Sometimes Film Criticism is Dead

Here’s what’s gonna happen: I will watch a horror movie made for children, and not write about it because there’s no use. Nobody cares if this movie is “good” or “bad,” or even “recommended.” It simply is. Other horror titles, like The Banana Splits Movie and Willy’s Wonderland, were produced to capitalize on the market this intellectual property created (most likely). And at the end of it, the Five Nights at Freddy’s movie proved a box office success in a wild year of ups and downs.

But this is not why film criticism is sometimes dead. It’s because, in the case of Five Nights at Freddy’s, the problem is the script. It’s always the script, and I don’t know how many more times I can say that. It isn’t interesting criticism! Recently, the problem was the script with Doona!, Killers of the Flower Moon, Ahsoka, and the only reason I didn’t post this on The Battle Beyond Planet X is because I already have a post entitled “The Problem with Alien 3 was Always the Script”!

For the first third of Five Nights at Freddy’s, I thought, “This isn’t as bad as I thought it would be.” It’s atmospheric – both colorful and shadowy – and the sound is really good. In a close-up, J-Hutch leans back in his chair, and the creak tells you how far; it’s an appropriately tactile world. And then, you know, they demystify the monsters too quickly and it’s convoluted and anticlimactic. The point is, a Hollywood movie will never have cinematography or lighting or sound design as deficient as a screenplay. It’s on purpose that the threshold for quality in the screenwriting department is comparatively lower.

There are three credited writers on Five Nights at Freddy’s, including the original game creator, and that means rewrites under the direction of producers. A committee – even of creatives – assembled the plot movements and the dialogue, page by page, line by line. The film came into being as a project in search of a story, rather than something that needed to be told. And none of this is new.

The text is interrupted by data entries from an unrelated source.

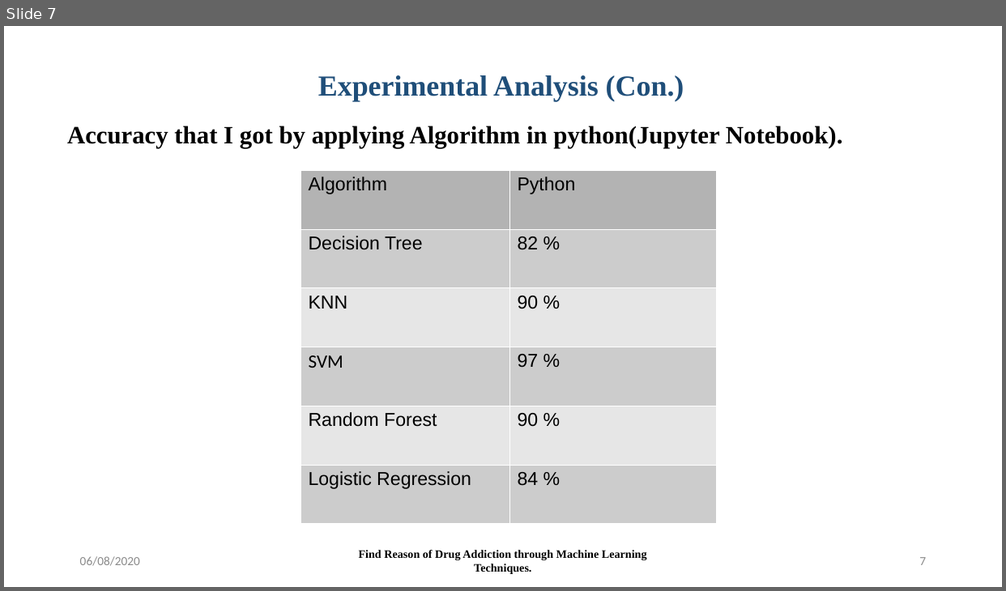
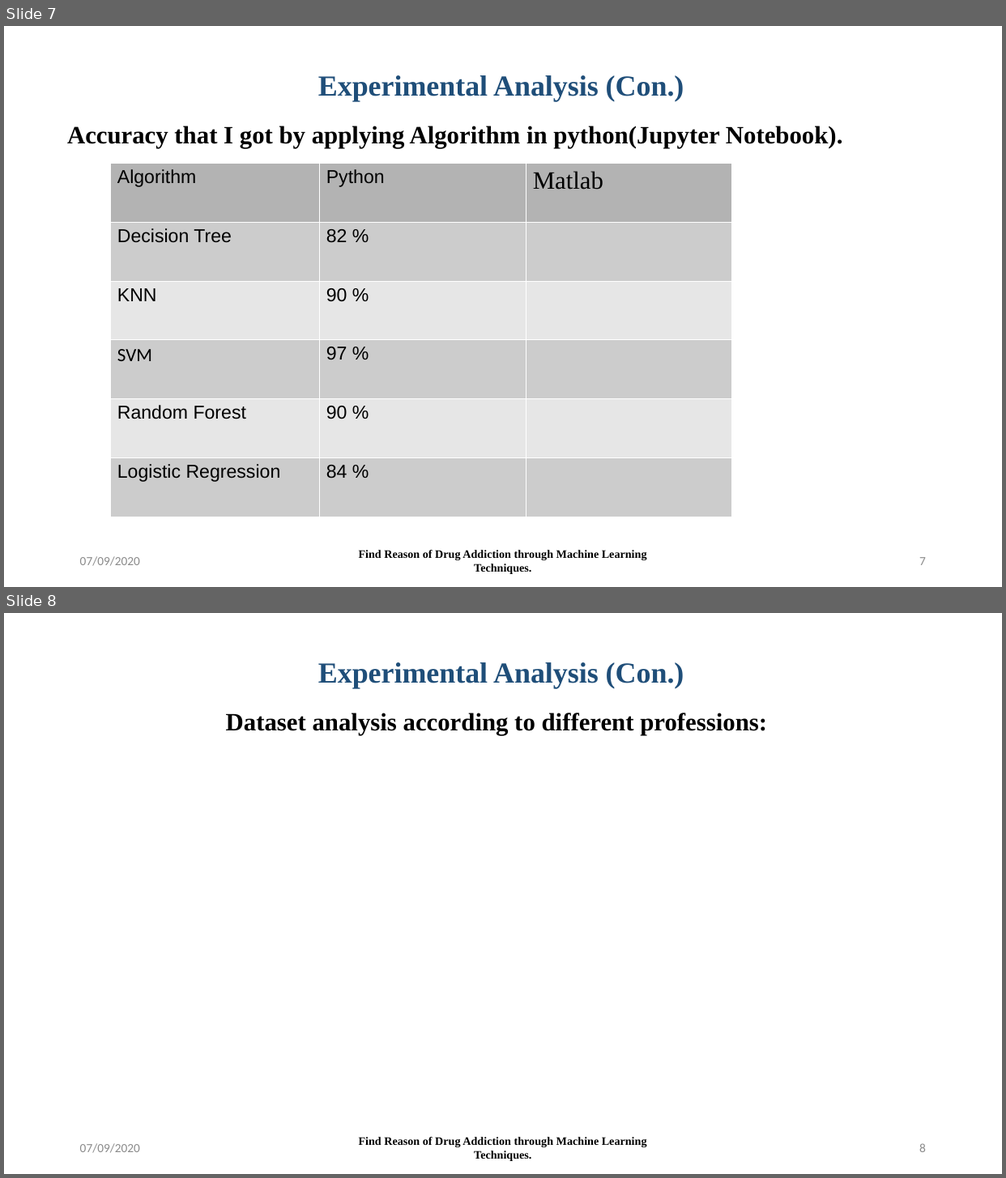
Before and after one commit to Md-Azad/Theses, a slide deck: Predefense.pptx. Shown one above the other, each under a label of ours: slide 7 before the commit, slides 7 and 8 after it. The pictures are 1006x591 and 1006x1178 pixels, drawn with LibreOffice and Linux fonts; fonts in the diff are those of the drawing. Boxes give left, top, right and bottom in pixels: in the first picture for what was removed or moved away, otherwise in the second. Text is boxed around its words. In the diff, an @@ line names an element or a change of style, - is before the commit and + after.

```diff
--- a/Predefense.pptx
+++ b/Predefense.pptx
@@ slide 8 added at <box>4,613,1002,1174</box>, background #FFFFFF @@
@@ text added at <box>318,662,684,689</box>, 28 pt, text #1F4E79, bold @@
+Experimental Analysis (Con.)
@@ text added at <box>226,713,767,735</box>, 24 pt, text #000000, bold @@
+Dataset analysis according to different professions:
@@ text added at <box>80,1144,140,1153</box>, 12 pt, text #8B8B8B @@
+07/09/2020
@@ text added at <box>359,1137,647,1161</box>, 11 pt, text #000000, bold @@
+Find Reason of Drug Addiction through Machine Learning Techniques.
@@ page number added at <box>919,1144,926,1152</box>, 12 pt, text #8B8B8B @@
+8
@@ slide 7 changed as well @@
@@ table at <box>110,163,732,516</box> @@
+column 3: Matlab |  |  |  |  | 
@@ table: place and size @@
-table at <box>301,170,717,524</box>
+table at <box>110,163,732,516</box>
@@ text at <box>80,557,140,566</box>: text changed @@
-06/08/2020
+07/09/2020
```
Also in this commit, not shown: 12 other slides changed, 10 other slides added, 8 other files.

Five Nights at Freddy’s isn’t a bad movie because it’s a video game adaptation or a bloodless gateway horror movie. You can locate its badness within the intricacies – character motivation, character dynamics undercut by the need for reveals, confused and underwhelming villains, a terribly underwhelming final villain, thematic emptiness, a lack of fun – and none of it spells doom for the greater industry or the art of film. Movies like this happen sometimes, and it’s nothing to complain about. Good thing I didn’t!